Between 2023 and 2025, Indian archery has undergone a transformation that goes well beyond medals and headlines.
What the sport has witnessed is a structural shift from occasional brilliance to sustained, system-driven dominance across recurve, compound, and para disciplines. India is no longer a challenger disrupting the established order; it is now shaping that order, backed by data, depth, and an unforgiving meritocracy .
World Championships: From breakthroughs to authority
The clearest marker of this evolution came at the 2025 World Archery Championships in Gwangju. India’s men’s compound team Rishabh Yadav, Aman Saini, and Prathamesh Fuge won the country’s first-ever world title in the event, edging France 235–233 in a final defined by nerve and precision. Trailing early, the Indian trio responded with exceptional composure, closing the contest with three consecutive 10s when it mattered most.

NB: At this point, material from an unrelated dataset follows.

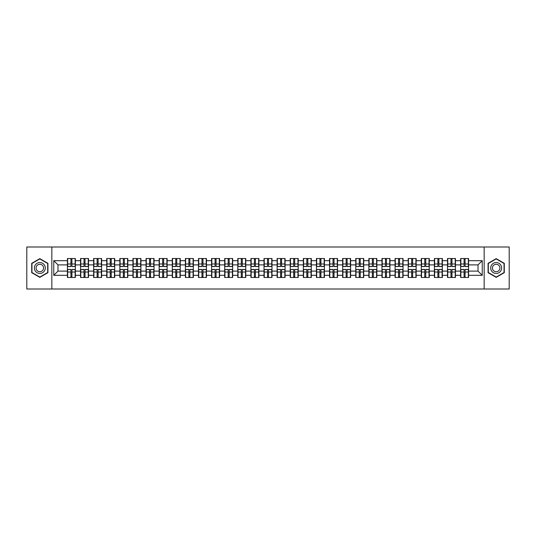 <?xml version="1.0" encoding="UTF-8"?>
<svg xmlns="http://www.w3.org/2000/svg" width="536" height="536" viewBox="0 0 536 536"><rect width="100%" height="100%" fill="white"/><g stroke="black" fill="none" stroke-linecap="round" stroke-linejoin="round"><path stroke-width="0.8" d="M484.162 289.005L509.2 289.005L509.2 246.995L484.162 246.995L484.162 289.005L51.838 289.005L51.838 246.995L26.8 246.995L26.8 289.005L51.838 289.005M484.162 246.995L51.838 246.995M478.032 271.109L478.032 264.891L468.578 264.891L468.578 271.109L478.032 271.109L482.233 275.31L482.233 260.69L468.578 260.69L468.578 258.506L460.598 258.506L460.598 264.891L455.473 264.891L455.473 271.109L460.598 271.109L460.598 264.891M482.233 275.31L468.578 275.31L468.578 277.494L460.598 277.494L460.598 275.31L455.473 275.31L455.473 277.494L447.493 277.494L447.493 275.31L442.368 275.31L442.368 277.494L434.388 277.494L434.388 275.31L429.262 275.31L429.262 277.494L421.283 277.494L421.283 275.31L416.157 275.31L416.157 277.494L408.177 277.494L408.177 275.31L403.052 275.31L403.052 277.494L395.072 277.494L395.072 275.31L389.947 275.31L389.947 277.494L381.96 277.494L381.96 275.31L376.842 275.31L376.842 277.494L368.855 277.494L368.855 275.31L363.73 275.31L363.73 277.494L355.75 277.494L355.75 275.31L350.624 275.31L350.624 277.494L342.645 277.494L342.645 275.31L337.519 275.31L337.519 277.494L329.54 277.494L329.54 275.31L324.414 275.31L324.414 277.494L316.434 277.494L316.434 275.31L311.309 275.31L311.309 277.494L303.329 277.494L303.329 275.31L298.204 275.31L298.204 277.494L290.224 277.494L290.224 275.31L285.098 275.31L285.098 277.494L277.119 277.494L277.119 275.31L271.993 275.31L271.993 277.494L264.007 277.494L264.007 275.31L258.881 275.31L258.881 277.494L250.902 277.494L250.902 275.31L245.776 275.31L245.776 277.494L237.796 277.494L237.796 275.31L232.671 275.31L232.671 277.494L224.691 277.494L224.691 275.31L219.566 275.31L219.566 277.494L211.586 277.494L211.586 275.31L206.46 275.31L206.46 277.494L198.481 277.494L198.481 275.31L193.355 275.31L193.355 277.494L185.376 277.494L185.376 275.31L180.25 275.31L180.25 277.494L172.27 277.494L172.27 275.31L167.145 275.31L167.145 277.494L159.159 277.494L159.159 275.31L154.04 275.31L154.04 277.494L146.053 277.494L146.053 275.31L140.928 275.31L140.928 277.494L132.948 277.494L132.948 275.31L127.823 275.31L127.823 277.494L119.843 277.494L119.843 275.31L114.717 275.31L114.717 277.494L106.738 277.494L106.738 275.31L101.612 275.31L101.612 277.494L93.633 277.494L93.633 275.31L88.507 275.31L88.507 277.494L80.527 277.494L80.527 275.31L75.402 275.31L75.402 277.494L67.422 277.494L67.422 275.31L53.768 275.31L53.768 260.69L67.422 260.69L67.422 264.891L57.968 264.891L57.968 271.109L67.422 271.109L67.422 264.891M460.598 260.69L455.473 260.69L455.473 258.506L447.493 258.506L447.493 260.69L442.368 260.69L442.368 258.506L434.388 258.506L434.388 260.69L429.262 260.69L429.262 258.506L421.283 258.506L421.283 260.69L416.157 260.69L416.157 258.506L408.177 258.506L408.177 260.69L403.052 260.69L403.052 258.506L395.072 258.506L395.072 260.69L389.947 260.69L389.947 258.506L381.96 258.506L381.96 260.69L376.842 260.69L376.842 258.506L368.855 258.506L368.855 260.69L363.73 260.69L363.73 258.506L355.75 258.506L355.75 260.69L350.624 260.69L350.624 258.506L342.645 258.506L342.645 260.69L337.519 260.69L337.519 258.506L329.54 258.506L329.54 260.69L324.414 260.69L324.414 258.506L316.434 258.506L316.434 260.69L311.309 260.69L311.309 258.506L303.329 258.506L303.329 260.69L298.204 260.69L298.204 258.506L290.224 258.506L290.224 260.69L285.098 260.69L285.098 258.506L277.119 258.506L277.119 260.69L271.993 260.69L271.993 258.506L264.007 258.506L264.007 260.69L258.881 260.69L258.881 258.506L250.902 258.506L250.902 260.69L245.776 260.69L245.776 258.506L237.796 258.506L237.796 260.69L232.671 260.69L232.671 258.506L224.691 258.506L224.691 260.69L219.566 260.69L219.566 258.506L211.586 258.506L211.586 260.69L206.46 260.69L206.46 258.506L198.481 258.506L198.481 260.69L193.355 260.69L193.355 258.506L185.376 258.506L185.376 260.69L180.25 260.69L180.25 258.506L172.27 258.506L172.27 260.69L167.145 260.69L167.145 258.506L159.159 258.506L159.159 260.69L154.04 260.69L154.04 258.506L146.053 258.506L146.053 260.69L140.928 260.69L140.928 258.506L132.948 258.506L132.948 260.69L127.823 260.69L127.823 258.506L119.843 258.506L119.843 260.69L114.717 260.69L114.717 258.506L106.738 258.506L106.738 260.69L101.612 260.69L101.612 258.506L93.633 258.506L93.633 260.69L88.507 260.69L88.507 258.506L80.527 258.506L80.527 260.69L75.402 260.69L75.402 258.506L67.422 258.506L67.422 260.69M460.598 271.109L460.598 275.31M455.473 271.109L455.473 275.31M455.473 260.69L455.473 264.891M442.368 271.109L447.493 271.109L447.493 264.891L442.368 264.891L442.368 275.31M447.493 271.109L447.493 275.31M447.493 260.69L447.493 264.891M442.368 260.69L442.368 264.891M429.262 271.109L434.388 271.109L434.388 264.891L429.262 264.891L429.262 275.31M434.388 271.109L434.388 275.31M434.388 260.69L434.388 264.891M429.262 260.69L429.262 264.891M416.157 271.109L421.283 271.109L421.283 264.891L416.157 264.891L416.157 275.31M421.283 271.109L421.283 275.31M421.283 260.69L421.283 264.891M416.157 260.69L416.157 264.891M403.052 271.109L408.177 271.109L408.177 264.891L403.052 264.891L403.052 275.31M408.177 271.109L408.177 275.31M408.177 260.69L408.177 264.891M403.052 260.69L403.052 264.891M389.947 271.109L395.072 271.109L395.072 264.891L389.947 264.891L389.947 275.31M395.072 271.109L395.072 275.31M395.072 260.69L395.072 264.891M389.947 260.69L389.947 264.891M376.842 271.109L381.96 271.109L381.96 264.891L376.842 264.891L376.842 275.31M381.96 271.109L381.96 275.31M381.96 260.69L381.96 264.891M376.842 260.69L376.842 264.891M363.73 271.109L368.855 271.109L368.855 264.891L363.73 264.891L363.73 275.31M368.855 271.109L368.855 275.31M368.855 260.69L368.855 264.891M363.73 260.69L363.73 264.891M350.624 271.109L355.75 271.109L355.75 264.891L350.624 264.891L350.624 275.31M355.75 271.109L355.75 275.31M355.75 260.69L355.75 264.891M350.624 260.69L350.624 264.891M337.519 271.109L342.645 271.109L342.645 264.891L337.519 264.891L337.519 275.31M342.645 271.109L342.645 275.31M342.645 260.69L342.645 264.891M337.519 260.69L337.519 264.891M324.414 271.109L329.54 271.109L329.54 264.891L324.414 264.891L324.414 275.31M329.54 271.109L329.54 275.31M329.54 260.69L329.54 264.891M324.414 260.69L324.414 264.891M311.309 271.109L316.434 271.109L316.434 264.891L311.309 264.891L311.309 275.31M316.434 271.109L316.434 275.31M316.434 260.69L316.434 264.891M311.309 260.69L311.309 264.891M298.204 271.109L303.329 271.109L303.329 264.891L298.204 264.891L298.204 275.31M303.329 271.109L303.329 275.31M303.329 260.69L303.329 264.891M298.204 260.69L298.204 264.891M285.098 271.109L290.224 271.109L290.224 264.891L285.098 264.891L285.098 275.31M290.224 271.109L290.224 275.31M290.224 260.69L290.224 264.891M285.098 260.69L285.098 264.891M271.993 271.109L277.119 271.109L277.119 264.891L271.993 264.891L271.993 275.31M277.119 271.109L277.119 275.31M277.119 260.69L277.119 264.891M271.993 260.69L271.993 264.891M258.881 271.109L264.007 271.109L264.007 264.891L258.881 264.891L258.881 275.31M264.007 271.109L264.007 275.31M264.007 260.69L264.007 264.891M258.881 260.69L258.881 264.891M245.776 271.109L250.902 271.109L250.902 264.891L245.776 264.891L245.776 275.31M250.902 271.109L250.902 275.31M250.902 260.69L250.902 264.891M245.776 260.69L245.776 264.891M232.671 271.109L237.796 271.109L237.796 264.891L232.671 264.891L232.671 275.31M237.796 271.109L237.796 275.31M237.796 260.69L237.796 264.891M232.671 260.69L232.671 264.891M219.566 271.109L224.691 271.109L224.691 264.891L219.566 264.891L219.566 275.31M224.691 271.109L224.691 275.31M224.691 260.69L224.691 264.891M219.566 260.69L219.566 264.891M206.46 271.109L211.586 271.109L211.586 264.891L206.46 264.891L206.46 275.31M211.586 271.109L211.586 275.31M211.586 260.69L211.586 264.891M206.46 260.69L206.46 264.891M193.355 271.109L198.481 271.109L198.481 264.891L193.355 264.891L193.355 275.31M198.481 271.109L198.481 275.31M198.481 260.69L198.481 264.891M193.355 260.69L193.355 264.891M180.25 271.109L185.376 271.109L185.376 264.891L180.25 264.891L180.25 275.31M185.376 271.109L185.376 275.31M185.376 260.69L185.376 264.891M180.25 260.69L180.25 264.891M167.145 271.109L172.27 271.109L172.27 264.891L167.145 264.891L167.145 275.31M172.27 271.109L172.27 275.31M172.27 260.69L172.27 264.891M167.145 260.69L167.145 264.891M154.04 271.109L159.159 271.109L159.159 264.891L154.04 264.891L154.04 275.31M159.159 271.109L159.159 275.31M159.159 260.69L159.159 264.891M154.04 260.69L154.04 264.891M140.928 271.109L146.053 271.109L146.053 264.891L140.928 264.891L140.928 275.31M146.053 271.109L146.053 275.31M146.053 260.69L146.053 264.891M140.928 260.69L140.928 264.891M127.823 271.109L132.948 271.109L132.948 264.891L127.823 264.891L127.823 275.31M132.948 271.109L132.948 275.31M132.948 260.69L132.948 264.891M127.823 260.69L127.823 264.891M114.717 271.109L119.843 271.109L119.843 264.891L114.717 264.891L114.717 275.31M119.843 271.109L119.843 275.31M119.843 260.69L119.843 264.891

That gold, combined with a silver in the compound mixed team event, reflected continuity rather than surprise. Two years earlier in Berlin 2023, India had topped the medal table with three golds. The shift from Berlin to Gwangju signals a mature phase India no longer peaks once per cycle; it now sustains elite performance even in hostile environments and against traditional powers.
World Cup circuit: Depth, not dependency
If World Championships measure peak excellence, the World Cup circuit tests consistency and bench strength. Across the 2024–25 World Cup season, India amassed a formidable tally of medals across multiple stages, underlining a depth few nations can match.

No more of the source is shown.